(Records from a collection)
↓↓↓

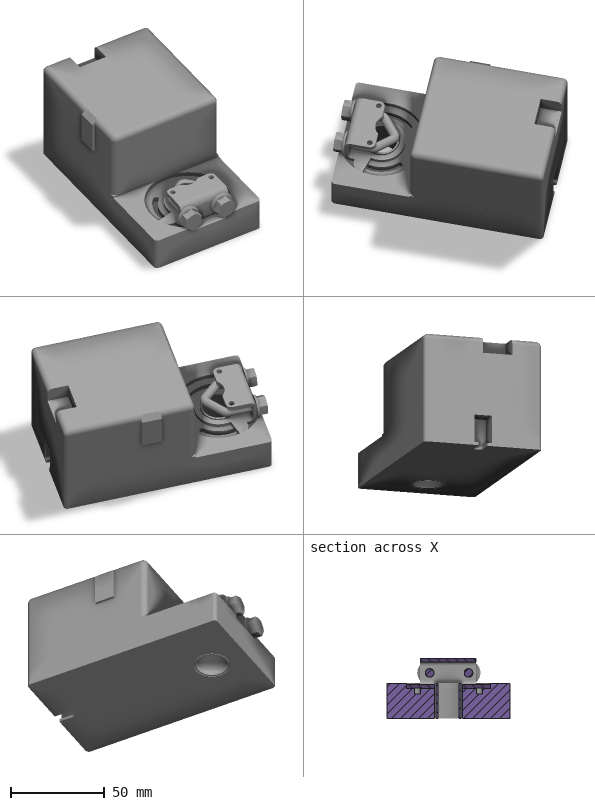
import cadquery as cq
import math


BODY_WIDTH = 66.0
BASE_LENGTH = 115.3
BASE_TOP = 19.0
BASE_CORNER_RADIUS = 2.0
SPLIT_Z = 20.0
COVER_LENGTH = 72.4
COVER_TOP = 59.5
COVER_EDGE_RADIUS = 3.0
FRONT_Y = -BODY_WIDTH / 2

NOTCH_LENGTH = 11.5
NOTCH_WIDTH = 16.4
NOTCH_DEPTH = 8.7

KEYWAY_WIDTH = 9.8
KEYWAY_FLOOR = 1.6
KEYWAY_TOP = 16.6
KEYWAY_DEPTH = 10.0
SLIT_WIDTH = 5.0

LATCH_CENTER_X = 48.0
LATCH_WIDTH = 11.1
LATCH_TIP_WIDTH = 2.2
LATCH_BOTTOM = 38.9
LATCH_STANDOUT = 1.4
LATCH_OUTER_Y = FRONT_Y - LATCH_STANDOUT
LATCH_TAPER_DEPTH = (LATCH_WIDTH - LATCH_TIP_WIDTH) / 2
LATCH_CHAMFER = 3.1

HUB_X = 94.6
SHEET = 2.0
PLATE_TOP = 18.4
RECESS_RADIUS = 23.2
RECESS_FLOOR = PLATE_TOP - SHEET
BORE_RADIUS = 9.8
ARC_SLOT_RADIUS = 17.5
ARC_SLOT_WIDTH = 3.1
ARC_SLOT_DEPTH = 3.0
ARC_SLOT_START_ANGLE = 70
ARC_SLOT_END_ANGLE = 135

HUB_CLEARANCE = 0.4
HUB_RADIUS = BORE_RADIUS - HUB_CLEARANCE
HUB_WALL = 1.0
HUB_TOP = BASE_TOP

BRACKET_WIDTH = 29.8
BRACKET_TOP = 32.3
BRACKET_LEFT = 95.4
BRACKET_RIGHT = 111.8
BEND_OUTER_RADIUS = 2 * SHEET
BRACKET_CORNER_RADIUS = 3.0
PLATE_RING_RADIUS = 12.8
WING_HALF_ANGLE = 75
WING_REACH = 11.7
WING_CORNER_RADIUS = 5.0
PIN_HOLE_X = 98.6
PIN_HOLE_SPACING = 24.0
PIN_HOLE_DIAMETER = 3.1
SHAFT_NOTCH_RADIUS = 7.1
SHAFT_NOTCH_X = 90.8

BOLT_Z = 24.5
BOLT_DIAMETER = 4.8
BOLT_RADIUS = BOLT_DIAMETER / 2
BOLT_BACK_Y = 10.0
BOLT_FRONT_Y = -10.7
BOLT_TIP = (86.5, 1.1)
BACK_LEG_ANGLE = 42.5
FRONT_LEG_ANGLE = 52.5
BOLT_BEND_RADIUS = 2.5

NUT_END_X = 117.8
FLANGE_RADIUS = 6.5
FLANGE_THICKNESS = 0.8
FLANGE_CONE_RADIUS = 5.7
FLANGE_CONE_LENGTH = 0.7
HEX_CORNER_RADIUS = 5.5
HEX_END_CHAMFER = 0.5
BACK_NUT_TURN = 10
FRONT_NUT_TURN = 20


def box(x0, x1, y0, y1, z0, z1):
    """A block between the given limits."""
    return cq.Workplane("XY").box(x1 - x0, y1 - y0, z1 - z0, centered=False).translate((x0, y0, z0))


def hub_disc(radius, z0, z1):
    """A disc centred on the hub axis."""
    return cq.Workplane("XY").workplane(offset=z0).center(HUB_X, 0).circle(radius).extrude(z1 - z0)


def polar(radius, angle):
    """Point at a radius and angle around the hub axis."""
    turn = math.radians(angle)
    return (HUB_X + radius * math.cos(turn), radius * math.sin(turn))


def arc_slot(side):
    """Round-ended curved slot in the recess floor; side is +1 for back and -1 for front."""
    middle_angle = (ARC_SLOT_START_ANGLE + ARC_SLOT_END_ANGLE) / 2
    inner = ARC_SLOT_RADIUS - ARC_SLOT_WIDTH / 2
    outer = ARC_SLOT_RADIUS + ARC_SLOT_WIDTH / 2
    end_round = math.degrees(ARC_SLOT_WIDTH / 2 / ARC_SLOT_RADIUS)
    return (
        cq.Workplane("XY")
        .workplane(offset=RECESS_FLOOR - ARC_SLOT_DEPTH)
        .moveTo(*polar(inner, side * ARC_SLOT_START_ANGLE))
        .threePointArc(
            polar(inner, side * middle_angle),
            polar(inner, side * ARC_SLOT_END_ANGLE),
        )
        .threePointArc(
            polar(ARC_SLOT_RADIUS, side * (ARC_SLOT_END_ANGLE + end_round)),
            polar(outer, side * ARC_SLOT_END_ANGLE),
        )
        .threePointArc(
            polar(outer, side * middle_angle),
            polar(outer, side * ARC_SLOT_START_ANGLE),
        )
        .threePointArc(
            polar(ARC_SLOT_RADIUS, side * (ARC_SLOT_START_ANGLE - end_round)),
            polar(inner, side * ARC_SLOT_START_ANGLE),
        )
        .close()
        .extrude(ARC_SLOT_DEPTH)
    )


def keyway():
    """Keyhole slot: a rectangular channel over a narrower round-ended slit."""
    half = KEYWAY_WIDTH / 2
    channel = box(0, KEYWAY_DEPTH, -half, half, KEYWAY_FLOOR, KEYWAY_TOP)
    slit_radius = SLIT_WIDTH / 2
    slit_center_x = KEYWAY_DEPTH - slit_radius
    slit = box(0, slit_center_x, -slit_radius, slit_radius, 0, KEYWAY_FLOOR)
    slit_end = cq.Workplane("XY").center(slit_center_x, 0).circle(slit_radius).extrude(KEYWAY_FLOOR)
    return channel.union(slit).union(slit_end)


def make_base():
    """Base with a raised step under the cover and a recess for the clamp."""
    base = box(0, BASE_LENGTH, FRONT_Y, -FRONT_Y, 0, SPLIT_Z).edges("|Z").fillet(BASE_CORNER_RADIUS)
    base = base.cut(box(COVER_LENGTH, BASE_LENGTH, FRONT_Y, -FRONT_Y, BASE_TOP, SPLIT_Z))
    base = base.cut(hub_disc(RECESS_RADIUS, RECESS_FLOOR, BASE_TOP))
    base = base.cut(hub_disc(BORE_RADIUS, 0, RECESS_FLOOR))
    for side in (1, -1):
        base = base.cut(arc_slot(side))
    return base.cut(keyway())


def make_latch():
    """Latch block whose plan tapers into the cover, with a chamfered outer top edge."""
    half = LATCH_WIDTH / 2
    half_tip = LATCH_TIP_WIDTH / 2
    tip_y = FRONT_Y + LATCH_TAPER_DEPTH
    return (
        cq.Workplane("XY")
        .workplane(offset=LATCH_BOTTOM)
        .center(LATCH_CENTER_X, 0)
        .polyline([
            (-half, LATCH_OUTER_Y),
            (half, LATCH_OUTER_Y),
            (half, FRONT_Y),
            (half_tip, tip_y),
            (-half_tip, tip_y),
            (-half, FRONT_Y),
        ])
        .close()
        .extrude(COVER_TOP - LATCH_BOTTOM)
        .faces("<Y").edges(">Z").chamfer(LATCH_CHAMFER)
    )


def make_cover(latch):
    """Cover with rounded edges, a pocket in its top left edge and a seat for the latch."""
    cover = box(0, COVER_LENGTH, FRONT_Y, -FRONT_Y, SPLIT_Z, COVER_TOP)
    cover = cover.edges("|Z and <X").fillet(BASE_CORNER_RADIUS)
    cover = cover.edges("|Z and >X").fillet(COVER_EDGE_RADIUS)
    cover = cover.faces(">Z").edges().fillet(COVER_EDGE_RADIUS)
    cover = cover.cut(box(0, NOTCH_LENGTH, -NOTCH_WIDTH, 0, COVER_TOP - NOTCH_DEPTH, COVER_TOP))
    return cover.cut(latch)


def make_hub():
    """Hollow sleeve through the bore, standing slightly above the bracket plate."""
    return hub_disc(HUB_RADIUS, 0, HUB_TOP).cut(hub_disc(HUB_RADIUS - HUB_WALL, 0, HUB_TOP))


def wing_plate():
    """Lower sheet of the bracket: a ring around the bore and two wings."""
    wing_half_width = WING_REACH * math.tan(math.radians(WING_HALF_ANGLE))
    sector = (
        cq.Workplane("XY")
        .workplane(offset=RECESS_FLOOR)
        .center(HUB_X, 0)
        .polyline([(0, 0), (WING_REACH, -wing_half_width), (WING_REACH, wing_half_width)])
        .close()
        .extrude(SHEET)
    )
    wings = hub_disc(RECESS_RADIUS, RECESS_FLOOR, PLATE_TOP).intersect(sector)
    wings = wings.faces(">X").edges("|Z").fillet(WING_CORNER_RADIUS)
    return wings.union(hub_disc(PLATE_RING_RADIUS, RECESS_FLOOR, PLATE_TOP))


def bent_strip():
    """C-shaped strip: it leaves the lower plate, rises, and folds back over the bolt."""
    outer = box(HUB_X, BRACKET_RIGHT, -BRACKET_WIDTH / 2, BRACKET_WIDTH / 2, RECESS_FLOOR, BRACKET_TOP)
    outer = outer.edges("|Y and >X").fillet(BEND_OUTER_RADIUS)
    inner = box(
        HUB_X - BEND_OUTER_RADIUS, BRACKET_RIGHT - SHEET,
        -BRACKET_WIDTH / 2, BRACKET_WIDTH / 2,
        PLATE_TOP, BRACKET_TOP - SHEET,
    )
    inner = inner.edges("|Y and >X").fillet(BEND_OUTER_RADIUS - SHEET)
    over_wings = box(
        HUB_X, HUB_X + WING_REACH,
        -BRACKET_WIDTH / 2, BRACKET_WIDTH / 2,
        RECESS_FLOOR, PLATE_TOP,
    )
    return outer.cut(inner).cut(over_wings)


def upper_flange_trim():
    """Space left of the upper flange, leaving its rounded corners and the shaft notch."""
    top_z = BRACKET_TOP - SHEET
    half = BRACKET_WIDTH / 2
    trim = box(HUB_X, BRACKET_LEFT + BRACKET_CORNER_RADIUS, -half, half, top_z, BRACKET_TOP)
    kept = box(BRACKET_LEFT, BRACKET_RIGHT, -half, half, top_z, BRACKET_TOP)
    kept = kept.edges("|Z and <X").fillet(BRACKET_CORNER_RADIUS)
    notch = (
        cq.Workplane("XY")
        .workplane(offset=top_z)
        .center(SHAFT_NOTCH_X, 0)
        .circle(SHAFT_NOTCH_RADIUS)
        .extrude(SHEET)
    )
    return trim.cut(kept).union(notch)


def make_bracket(bolt):
    """Sheet-metal clamp bracket with pin holes above and bolt holes in its upright."""
    bracket = bent_strip().cut(upper_flange_trim())
    pin_holes = (
        cq.Workplane("XY")
        .workplane(offset=BRACKET_TOP - SHEET)
        .pushPoints([(PIN_HOLE_X, side * PIN_HOLE_SPACING / 2) for side in (1, -1)])
        .circle(PIN_HOLE_DIAMETER / 2)
        .extrude(SHEET)
    )
    bracket = bracket.cut(pin_holes).union(wing_plate())
    bracket = bracket.cut(hub_disc(BORE_RADIUS, RECESS_FLOOR, PLATE_TOP))
    return bracket.cut(bolt)


def rounded_corner(corner, angle_in, angle_out, radius):
    """Start, middle and end of the arc that rounds a corner between two headings in degrees."""
    turn = math.radians(angle_out - angle_in)
    setback = radius * math.tan(abs(turn) / 2)
    heading_in = math.radians(angle_in)
    heading_out = math.radians(angle_out)
    start = (
        corner[0] - setback * math.cos(heading_in),
        corner[1] - setback * math.sin(heading_in),
    )
    end = (
        corner[0] + setback * math.cos(heading_out),
        corner[1] + setback * math.sin(heading_out),
    )
    chord = 2 * radius * math.sin(abs(turn) / 4)
    heading_middle = heading_in + turn / 4
    middle = (
        start[0] + chord * math.cos(heading_middle),
        start[1] + chord * math.sin(heading_middle),
    )
    return start, middle, end


def make_bolt():
    """V-bolt: a round rod bent to a V, with two parallel ends that pass through the nuts."""
    tip_x, tip_y = BOLT_TIP
    back_corner_x = tip_x + (BOLT_BACK_Y - tip_y) / math.tan(math.radians(BACK_LEG_ANGLE))
    front_corner_x = tip_x + (tip_y - BOLT_FRONT_Y) / math.tan(math.radians(FRONT_LEG_ANGLE))
    heading_left = 180
    heading_to_tip = 180 + BACK_LEG_ANGLE
    heading_from_tip = 360 - FRONT_LEG_ANGLE
    heading_right = 360
    bends = [
        rounded_corner((back_corner_x, BOLT_BACK_Y), heading_left, heading_to_tip, BOLT_BEND_RADIUS),
        rounded_corner(BOLT_TIP, heading_to_tip, heading_from_tip, BOLT_BEND_RADIUS),
        rounded_corner((front_corner_x, BOLT_FRONT_Y), heading_from_tip, heading_right, BOLT_BEND_RADIUS),
    ]
    path = cq.Workplane("XY").workplane(offset=BOLT_Z).moveTo(NUT_END_X, BOLT_BACK_Y)
    for start, middle, end in bends:
        path = path.lineTo(*start).threePointArc(middle, end)
    path = path.lineTo(NUT_END_X, BOLT_FRONT_Y)
    return (
        cq.Workplane("YZ", origin=(NUT_END_X, BOLT_BACK_Y, BOLT_Z))
        .circle(BOLT_RADIUS)
        .sweep(path)
    )


def make_nut(y, turn):
    """Hexagon flange nut against the upright; turn is its rotation about X in degrees."""
    seat = cq.Workplane("YZ", origin=(BRACKET_RIGHT, y, BOLT_Z))
    flange = seat.circle(FLANGE_RADIUS).extrude(FLANGE_THICKNESS)
    cone = cq.Workplane(
        cq.Solid.makeCone(
            FLANGE_RADIUS,
            FLANGE_CONE_RADIUS,
            FLANGE_CONE_LENGTH,
            cq.Vector(BRACKET_RIGHT + FLANGE_THICKNESS, y, BOLT_Z),
            cq.Vector(1, 0, 0),
        )
    )
    nut_length = NUT_END_X - BRACKET_RIGHT
    chamfered_rod = seat.circle(HEX_CORNER_RADIUS).extrude(nut_length).faces(">X").chamfer(HEX_END_CHAMFER)
    hexagon = seat.polygon(6, 2 * HEX_CORNER_RADIUS).extrude(nut_length)
    hexagon = hexagon.rotate((0, y, BOLT_Z), (1, y, BOLT_Z), turn).intersect(chamfered_rod)
    bolt_hole = seat.circle(BOLT_RADIUS).extrude(nut_length)
    return flange.union(cone).union(hexagon).cut(bolt_hole)


base = make_base()
latch = make_latch()
cover = make_cover(latch)
hub = make_hub()
bolt = make_bolt()
bracket = make_bracket(bolt)
nuts = [
    make_nut(y, turn)
    for y, turn in ((BOLT_BACK_Y, BACK_NUT_TURN), (BOLT_FRONT_Y, FRONT_NUT_TURN))
]

result = cq.Compound.makeCompound([
    base.val(),
    latch.val(),
    cover.val(),
    hub.val(),
    bolt.val(),
    bracket.val(),
    *[nut.val() for nut in nuts],
])
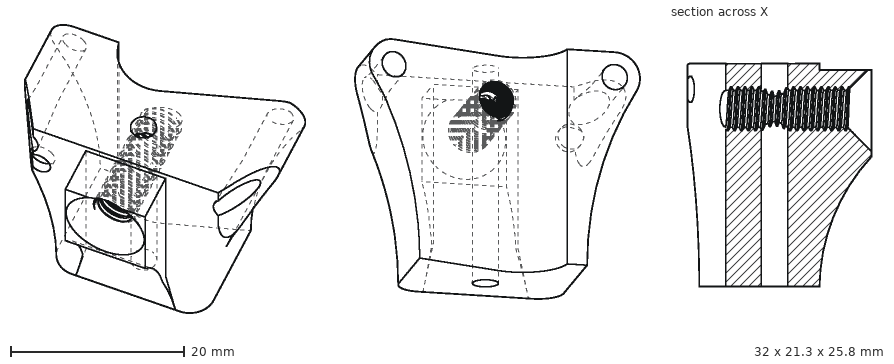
import cadquery as cq
import math

body_depth = 15.25
body_height = 25.75
foot_half_width = 9.75
edge_round = 3.0

ear_x = 13.0
ear_radius = 3.0
ear_z = body_height - ear_radius

ear_offset = foot_half_width - ear_x
flare_radius = (ear_z**2 + ear_offset**2 - ear_radius**2) / (2 * (ear_radius - ear_offset))
flare_center_x = foot_half_width + flare_radius

slant_front_x = 11.6
slant_side_y = 7.7

ear_hole_diameter = 3.0
ear_mouth_diameter = 4.0
ear_mouth_depth = 7.2

pad_diameter = 3.0
pad_x = -10.95
pad_z = 19.4
pad_recess = 1.25
pad_length = 2.0

notch_x = -1.95
notch_y = 16.0
notch_radius = 5.5
notch_slope_end_x = 14.1

pin_diameter = 3.0
pin_y = 5.2

boss_width = 10.0
boss_reach = 6.0
boss_top = 25.0
boss_flat_bottom = 15.0
boss_sweep_radius = 22.5
boss_foot_width = 12.5
boss_flare_top = 6.0

bore_z = 20.5
bore_diameter = 4.2
countersink_diameter = 9.8
thread_diameter = 5.0
thread_pitch = 0.8
thread_root_width = 0.6
thread_tip_width = 0.1
thread_overlap = 0.1
thread_start_depth = 2.0
thread_overrun = 1.25


def flare_point(angle):
    """Point on the right-hand flare, at an angle above its level start."""
    return (
        flare_center_x - flare_radius * math.cos(angle),
        flare_radius * math.sin(angle),
    )


def mirrored(point):
    return (-point[0], point[1])


def front_sketch(y):
    """Workplane at the given Y with local axes X and Z; a negative extrusion runs toward +Y."""
    return cq.Workplane("XZ", origin=(0, y, 0))


def rod(x, z, y_start, y_end, diameter):
    """Cylinder along Y."""
    return front_sketch(y_start).center(x, z).circle(diameter / 2).extrude(y_start - y_end)


def make_outline():
    """Body with flared sides and ears, square at the front."""
    tangent_angle = math.atan2(ear_z, flare_center_x - ear_x)
    tangent = flare_point(tangent_angle)
    middle = flare_point(tangent_angle / 2)
    ear_turn = (math.pi / 2 - tangent_angle) / 2
    ear_outer = (ear_x + ear_radius * math.cos(ear_turn), ear_z + ear_radius * math.sin(ear_turn))
    return (
        front_sketch(0)
        .moveTo(-foot_half_width, 0)
        .lineTo(foot_half_width, 0)
        .threePointArc(middle, tangent)
        .threePointArc(ear_outer, (ear_x, body_height))
        .lineTo(-ear_x, body_height)
        .threePointArc(mirrored(ear_outer), mirrored(tangent))
        .threePointArc(mirrored(middle), (-foot_half_width, 0))
        .close()
        .extrude(-body_depth)
    )


def make_rounded_block():
    """Flared block without ears, its front side edges rounded."""
    top_angle = math.asin(body_height / flare_radius)
    top = flare_point(top_angle)
    middle = flare_point(top_angle / 2)
    return (
        front_sketch(0)
        .moveTo(-foot_half_width, 0)
        .lineTo(foot_half_width, 0)
        .threePointArc(middle, top)
        .lineTo(*mirrored(top))
        .threePointArc(mirrored(middle), (-foot_half_width, 0))
        .close()
        .extrude(-body_depth)
        .faces("<Y")
        .edges("%CIRCLE")
        .fillet(edge_round)
    )


def make_plan():
    """Outline from above: slanted front corners and the notch in the back."""
    side_x = ear_x + ear_radius
    drop = body_depth - notch_y
    run = notch_slope_end_x - notch_x
    slope = math.asin(notch_radius / math.hypot(run, drop)) + math.atan2(drop, run)
    slope_start = (
        notch_x + notch_radius * math.sin(slope),
        notch_y - notch_radius * math.cos(slope),
    )
    notch_end_x = notch_x - math.sqrt(notch_radius**2 - drop**2)
    mid_angle = math.radians(225)
    notch_middle = (
        notch_x + notch_radius * math.cos(mid_angle),
        notch_y + notch_radius * math.sin(mid_angle),
    )
    return (
        cq.Workplane("XY")
        .moveTo(-slant_front_x, 0)
        .lineTo(slant_front_x, 0)
        .lineTo(side_x, slant_side_y)
        .lineTo(side_x, body_depth)
        .lineTo(notch_slope_end_x, body_depth)
        .lineTo(*slope_start)
        .threePointArc(notch_middle, (notch_end_x, body_depth))
        .lineTo(-side_x, body_depth)
        .lineTo(-side_x, slant_side_y)
        .close()
        .extrude(body_height)
    )


def make_boss():
    """Boss whose underside sweeps down to the front face, widening near the underside."""
    chord = math.hypot(boss_reach, boss_flat_bottom)
    sagitta = boss_sweep_radius - math.sqrt(boss_sweep_radius**2 - (chord / 2)**2)
    sweep_middle = (
        -boss_reach / 2 + sagitta * boss_flat_bottom / chord,
        boss_flat_bottom / 2 + sagitta * boss_reach / chord,
    )
    root_y = edge_round
    profile = (
        cq.Workplane("YZ")
        .moveTo(root_y, 0)
        .lineTo(0, 0)
        .threePointArc(sweep_middle, (-boss_reach, boss_flat_bottom))
        .lineTo(-boss_reach, boss_top)
        .lineTo(root_y, boss_top)
        .close()
        .extrude(boss_foot_width / 2, both=True)
    )
    half = boss_width / 2
    foot_half = boss_foot_width / 2
    outline = (
        front_sketch(-boss_reach)
        .polyline([
            (-foot_half, 0),
            (foot_half, 0),
            (half, boss_flare_top),
            (half, boss_top),
            (-half, boss_top),
            (-half, boss_flare_top),
        ])
        .close()
        .extrude(-(boss_reach + root_y))
    )
    return profile.intersect(outline)


def make_ear_hole(x):
    """Through hole with a mouth tapering down from the front."""
    hole = rod(x, ear_z, 0, body_depth, ear_hole_diameter)
    mouth = cq.Solid.makeCone(
        ear_mouth_diameter / 2, ear_hole_diameter / 2, ear_mouth_depth,
        cq.Vector(x, 0, ear_z), cq.Vector(0, 1, 0),
    )
    return hole.union(cq.Workplane(mouth))


def make_bore():
    """Countersunk bore along Y, without its thread."""
    sink_depth = (countersink_diameter - bore_diameter) / 2
    sink = cq.Solid.makeCone(
        countersink_diameter / 2, bore_diameter / 2, sink_depth,
        cq.Vector(0, -boss_reach, bore_z), cq.Vector(0, 1, 0),
    )
    bore = rod(0, bore_z, -boss_reach, body_depth, bore_diameter)
    return bore.union(cq.Workplane(sink))


def make_thread():
    """Helical groove from within the countersink to past the back."""
    start_y = -boss_reach + thread_start_depth
    root_radius = bore_diameter / 2 - thread_overlap
    tip_radius = thread_diameter / 2
    helix = cq.Wire.makeHelix(thread_pitch, body_depth + thread_overrun - start_y, root_radius)
    groove = (
        cq.Workplane("XZ")
        .polyline([
            (root_radius, -thread_root_width / 2),
            (tip_radius, -thread_tip_width / 2),
            (tip_radius, thread_tip_width / 2),
            (root_radius, thread_root_width / 2),
        ])
        .close()
        .sweep(cq.Workplane(helix), isFrenet=True)
    )
    return groove.rotate((0, 0, 0), (1, 0, 0), -90).translate((0, start_y, bore_z))


body = make_outline().intersect(make_rounded_block()).intersect(make_plan())

body = body.cut(rod(pad_x, pad_z, 0, pad_recess, pad_diameter))
body = body.union(rod(pad_x, pad_z, pad_recess, pad_recess + pad_length, pad_diameter))

result = body.union(make_boss())
for ear_side in (-1, 1):
    result = result.cut(make_ear_hole(ear_side * ear_x))
result = result.cut(make_bore()).cut(make_thread())
pin_hole = cq.Workplane("XY").center(0, pin_y).circle(pin_diameter / 2).extrude(body_height)
result = result.cut(pin_hole)

↑↑↑

EXERCISE DIRECTIONS: Could you restate word for word the lines above, from the one that contains "FLANGE_THICKNESS = 0.8" through the one that contains "half = KEYWAY_WIDTH / 2", and no others?

RESULT:
FLANGE_THICKNESS = 0.8
FLANGE_CONE_RADIUS = 5.7
FLANGE_CONE_LENGTH = 0.7
HEX_CORNER_RADIUS = 5.5
HEX_END_CHAMFER = 0.5
BACK_NUT_TURN = 10
FRONT_NUT_TURN = 20


def box(x0, x1, y0, y1, z0, z1):
    """A block between the given limits."""
    return cq.Workplane("XY").box(x1 - x0, y1 - y0, z1 - z0, centered=False).translate((x0, y0, z0))


def hub_disc(radius, z0, z1):
    """A disc centred on the hub axis."""
    return cq.Workplane("XY").workplane(offset=z0).center(HUB_X, 0).circle(radius).extrude(z1 - z0)


def polar(radius, angle):
    """Point at a radius and angle around the hub axis."""
    turn = math.radians(angle)
    return (HUB_X + radius * math.cos(turn), radius * math.sin(turn))


def arc_slot(side):
    """Round-ended curved slot in the recess floor; side is +1 for back and -1 for front."""
    middle_angle = (ARC_SLOT_START_ANGLE + ARC_SLOT_END_ANGLE) / 2
    inner = ARC_SLOT_RADIUS - ARC_SLOT_WIDTH / 2
    outer = ARC_SLOT_RADIUS + ARC_SLOT_WIDTH / 2
    end_round = math.degrees(ARC_SLOT_WIDTH / 2 / ARC_SLOT_RADIUS)
    return (
        cq.Workplane("XY")
        .workplane(offset=RECESS_FLOOR - ARC_SLOT_DEPTH)
        .moveTo(*polar(inner, side * ARC_SLOT_START_ANGLE))
        .threePointArc(
            polar(inner, side * middle_angle),
            polar(inner, side * ARC_SLOT_END_ANGLE),
        )
        .threePointArc(
            polar(ARC_SLOT_RADIUS, side * (ARC_SLOT_END_ANGLE + end_round)),
            polar(outer, side * ARC_SLOT_END_ANGLE),
        )
        .threePointArc(
            polar(outer, side * middle_angle),
            polar(outer, side * ARC_SLOT_START_ANGLE),
        )
        .threePointArc(
            polar(ARC_SLOT_RADIUS, side * (ARC_SLOT_START_ANGLE - end_round)),
            polar(inner, side * ARC_SLOT_START_ANGLE),
        )
        .close()
        .extrude(ARC_SLOT_DEPTH)
    )


def keyway():
    """Keyhole slot: a rectangular channel over a narrower round-ended slit."""
    half = KEYWAY_WIDTH / 2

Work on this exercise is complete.